Unsurprisingly, this effect is very difficult to assess, requiring a full life cycle analysis and identification of a ‘counterfactual’ scenario in which the CCU product is not used. As noted by the IPCC, the enormous energy demand for most CCU applications creates a challenging hurdle for many technologies when assessed in these terms. This is particularly associated with the common need to react the CO2 with hydrogen, which must itself be obtained via a green method such as electrolysis using renewable energy. The IEA has illustrated the scale of this demand by estimating that the power required to replace the world’s primary chemical demand with CO2-derived alternatives would be of the same order of magnitude as current global electricity consumption.
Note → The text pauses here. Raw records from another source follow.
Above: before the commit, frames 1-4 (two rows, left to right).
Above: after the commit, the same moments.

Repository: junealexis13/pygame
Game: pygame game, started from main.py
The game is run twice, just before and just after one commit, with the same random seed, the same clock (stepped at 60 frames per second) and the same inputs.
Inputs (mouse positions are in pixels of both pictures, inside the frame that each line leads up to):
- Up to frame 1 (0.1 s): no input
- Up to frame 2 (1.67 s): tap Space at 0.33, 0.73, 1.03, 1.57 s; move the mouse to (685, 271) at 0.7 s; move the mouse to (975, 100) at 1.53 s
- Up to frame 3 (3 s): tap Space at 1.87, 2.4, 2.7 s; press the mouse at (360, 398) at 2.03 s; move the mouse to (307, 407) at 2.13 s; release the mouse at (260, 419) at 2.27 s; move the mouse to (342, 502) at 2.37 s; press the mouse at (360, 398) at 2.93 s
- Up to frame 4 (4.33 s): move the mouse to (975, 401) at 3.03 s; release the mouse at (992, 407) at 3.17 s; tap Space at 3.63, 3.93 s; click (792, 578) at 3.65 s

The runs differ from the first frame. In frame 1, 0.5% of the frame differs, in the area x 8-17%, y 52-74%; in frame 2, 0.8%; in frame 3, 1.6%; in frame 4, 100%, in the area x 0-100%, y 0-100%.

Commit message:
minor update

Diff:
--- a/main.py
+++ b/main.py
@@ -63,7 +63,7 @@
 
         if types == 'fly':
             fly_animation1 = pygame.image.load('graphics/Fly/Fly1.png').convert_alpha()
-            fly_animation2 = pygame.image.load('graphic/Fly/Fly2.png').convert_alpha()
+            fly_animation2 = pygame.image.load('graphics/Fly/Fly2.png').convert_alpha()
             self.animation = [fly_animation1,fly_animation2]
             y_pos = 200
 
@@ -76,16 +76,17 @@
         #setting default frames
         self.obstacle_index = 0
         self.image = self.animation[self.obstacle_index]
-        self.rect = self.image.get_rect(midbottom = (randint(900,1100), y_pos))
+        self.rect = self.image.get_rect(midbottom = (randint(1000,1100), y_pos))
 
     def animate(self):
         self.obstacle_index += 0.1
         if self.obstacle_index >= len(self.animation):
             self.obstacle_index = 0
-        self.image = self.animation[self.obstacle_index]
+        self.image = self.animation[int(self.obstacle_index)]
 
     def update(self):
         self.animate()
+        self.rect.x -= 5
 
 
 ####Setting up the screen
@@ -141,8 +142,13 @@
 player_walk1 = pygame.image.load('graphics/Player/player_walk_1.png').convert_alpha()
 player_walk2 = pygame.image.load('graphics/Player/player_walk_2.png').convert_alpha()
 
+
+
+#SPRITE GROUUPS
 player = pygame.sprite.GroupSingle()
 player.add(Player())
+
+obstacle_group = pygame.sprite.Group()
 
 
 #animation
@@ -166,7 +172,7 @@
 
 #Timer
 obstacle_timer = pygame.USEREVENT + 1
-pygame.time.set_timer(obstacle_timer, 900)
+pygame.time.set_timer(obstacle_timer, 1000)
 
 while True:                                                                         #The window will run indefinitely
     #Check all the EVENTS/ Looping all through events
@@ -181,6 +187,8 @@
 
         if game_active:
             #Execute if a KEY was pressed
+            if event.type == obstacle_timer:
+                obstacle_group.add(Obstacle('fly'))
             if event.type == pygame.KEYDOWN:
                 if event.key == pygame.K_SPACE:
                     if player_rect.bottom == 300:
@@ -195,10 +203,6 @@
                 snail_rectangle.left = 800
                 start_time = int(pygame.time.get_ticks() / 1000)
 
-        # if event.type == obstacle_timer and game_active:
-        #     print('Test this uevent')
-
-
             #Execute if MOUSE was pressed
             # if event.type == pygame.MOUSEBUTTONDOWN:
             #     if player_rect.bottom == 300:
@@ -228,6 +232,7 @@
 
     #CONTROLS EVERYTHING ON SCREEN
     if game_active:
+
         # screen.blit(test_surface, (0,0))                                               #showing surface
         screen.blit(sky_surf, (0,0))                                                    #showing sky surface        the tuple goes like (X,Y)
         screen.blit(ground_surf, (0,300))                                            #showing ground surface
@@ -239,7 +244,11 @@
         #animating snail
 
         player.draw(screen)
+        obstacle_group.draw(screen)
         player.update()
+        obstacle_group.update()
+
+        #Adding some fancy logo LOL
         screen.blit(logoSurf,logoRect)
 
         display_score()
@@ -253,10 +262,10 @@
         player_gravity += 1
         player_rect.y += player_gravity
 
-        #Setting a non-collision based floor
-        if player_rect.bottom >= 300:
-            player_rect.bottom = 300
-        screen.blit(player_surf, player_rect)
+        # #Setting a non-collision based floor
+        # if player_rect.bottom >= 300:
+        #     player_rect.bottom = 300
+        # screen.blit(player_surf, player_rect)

Regardless of questions of scale, while clean energy can still be usefully used to decarbonise a fossil-based grid, this alternative generally significantly outweighs the savings of the CCU scenario. Consequently, CCU concepts usually call on the substantial ‘excess’ clean power that could arise in a wind and solar rich future, but this has also raised concerns: if there is a new demand for that power to create fuels, then it will no longer truly be surplus or ‘free’.

Some proponents of a role for CCU in decarbonisation highlight the future, less controversial role it can play in CO2 removal – using CO2 from the air or biomass to create hard-to-replace hydrocarbons like aviation fuel. In the meantime, using industrial emissions could act as a kind of technological bridge to this fully decarbonised world, even if the mitigation is less effective. Critics point to the limited time remaining for such transition solutions, and the fact that by that stage, CCU technologies will be competing with potentially lower cost alternatives such as biofuels or ‘negative emissions’ (through geological storage of atmospheric carbon) used to offset conventional fuel production.

Although CCU is a rising star in national policy, it is still usually cast as something of a complementary extra to CCS, rather than a revolution for the chemical industry. Its ability to create a commercial value for CO2 may help kickstart medium-sized CO2 capture facilities and help develop technologies, while the appeal of stimulating new industries has made it a popular target of funding. The idea that consumers will not balk at paying a premium for CO2-derived products – particularly as part of high-value items like cars – is also presented as a powerful means of placing a high proxy value on carbon.

However, quantifying and allocating the mitigation effect of CCU technologies for the purposes of emissions accounting is a complex task with no universally agreed solution, and their role has yet to be recognised by most carbon pricing schemes. Until greater consensus develops on the true value of CO2 conversion, we should not expect to see a surge in products made from pollution.